It will be better if we discuss about this with our
potential partner. Before marriage, both parties should discuss what they want
to do in their life. If they have different priorities, they should discuss if
they can let their counterpart to do what they want on their own. If so, both
parties can sign on the contract. If not, well it is so easy to see that that
partnership cannot work out and it is more likely to fall apart. But what I see
is most of the women are scared to discuss about this with their potential
partner and they want to say “whatever you like” to their male counterpart. Well,
I used to be one of them before.
In marriage, most people believe that how good they are at
having sex is the most important and that is the only thing to keep marriage
healthy. Well, it is right if both partners are seeking the good or the best
sex. What I see here is different. It is ok to seek good or best sex when you
are in relationship, but it is not ok if you are in finding the lifetime
partner. I am just sharing my own perception and you all can have different
opinion. What I want to say here is not to try your best in bed if you want to own someone’s mind and attention. It will never work.
I am not saying I will never get married. I really want to
get married by not losing my identity. I cannot cook, I don’t want to do the
house chores, I don’t want to do the laundry and it will never be me who stay
at home all the time to take care of the family. Some of my girlfriends say I
will never find a guy who will consider to marry me. Well, it is totally fine.
It was not fine when I was at my early 20s. But it is fine when I am almost 30.
I will not do something that I don’t want. I tried to change my identity and
live like someone else. But I was not happy to pretend someone that I was not.
So, I will live the way I want. There is no checklist to find a partner. But there
is the bucket list that I want to do in my life. I was so afraid to say what I
want before but not anymore. The more I found my identity, the wider the gap
between me and other people. But I will never change who I am.
I lost the ground before and I will never lose it again.

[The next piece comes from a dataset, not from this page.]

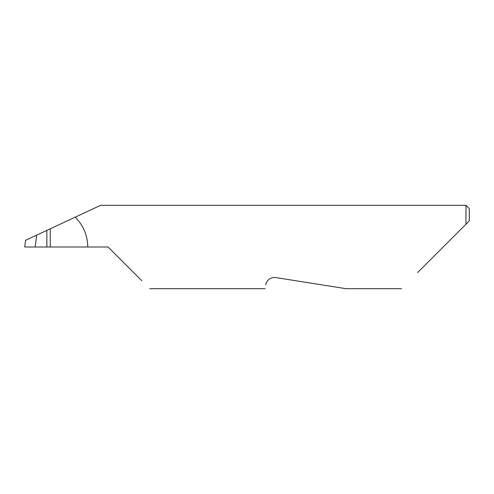 <?xml version="1.0" encoding="UTF-8"?>
<svg xmlns="http://www.w3.org/2000/svg" width="494" height="494" viewBox="0 0 494 494"><rect width="100%" height="100%" fill="white"/><g stroke="black" fill="none" stroke-linecap="round" stroke-linejoin="round"><path stroke-width="0.74" d="M46.868 230.377L50.265 228.79L50.265 247L46.868 247L46.868 230.377L36.686 235.125L35.228 247L46.868 247M265.828 284.772C265.006 289.947 265.006 289.947 265.828 284.772C265.896 282.642 268.687 276.856 275.745 277.566L345.924 288.681L275.745 277.566M417.578 272.602L465.966 224.214L465.966 205.319L100.603 205.319L50.265 228.79M50.265 247L108.063 247L141.815 280.753M87.778 247C87.58 235.372 83.393 225.425 75.199 217.162M35.228 247L24.7 247L25.589 240.294L36.686 235.125M469.3 220.88L465.966 224.214L469.3 220.88L469.3 208.653L465.966 205.319M401.499 288.681L345.924 288.681M265.21 288.681L149.744 288.681"/></g></svg>

There are several dreams in my head that I even wrote down in my diary and I
will devote my life to those dreams. Yes, I want kids cos I love kids. But I
will never try to have kids or to get married before I make sure myself that I
am ready to take all those responsibilities. This is the lifetime commitment
and I cannot even guarantee who I will be when I am 40. No one can guarantee
that.
As the conclusion, we all should stop suggesting our girl
friends to get married before 25 or 30 or whatever. Instead of that, we all
should support to them to find their identities before they step into their
lifetime commitment. We shouldn’t even ask when they are going to get married
even they are dating with someone. It sounds like insisting to get married in a
rush and this can make them to devalue themselves and tie the knot to the wrong
guy. We shouldn’t be obsessed with marriage. We should be obsessed with our
dreams and our goals.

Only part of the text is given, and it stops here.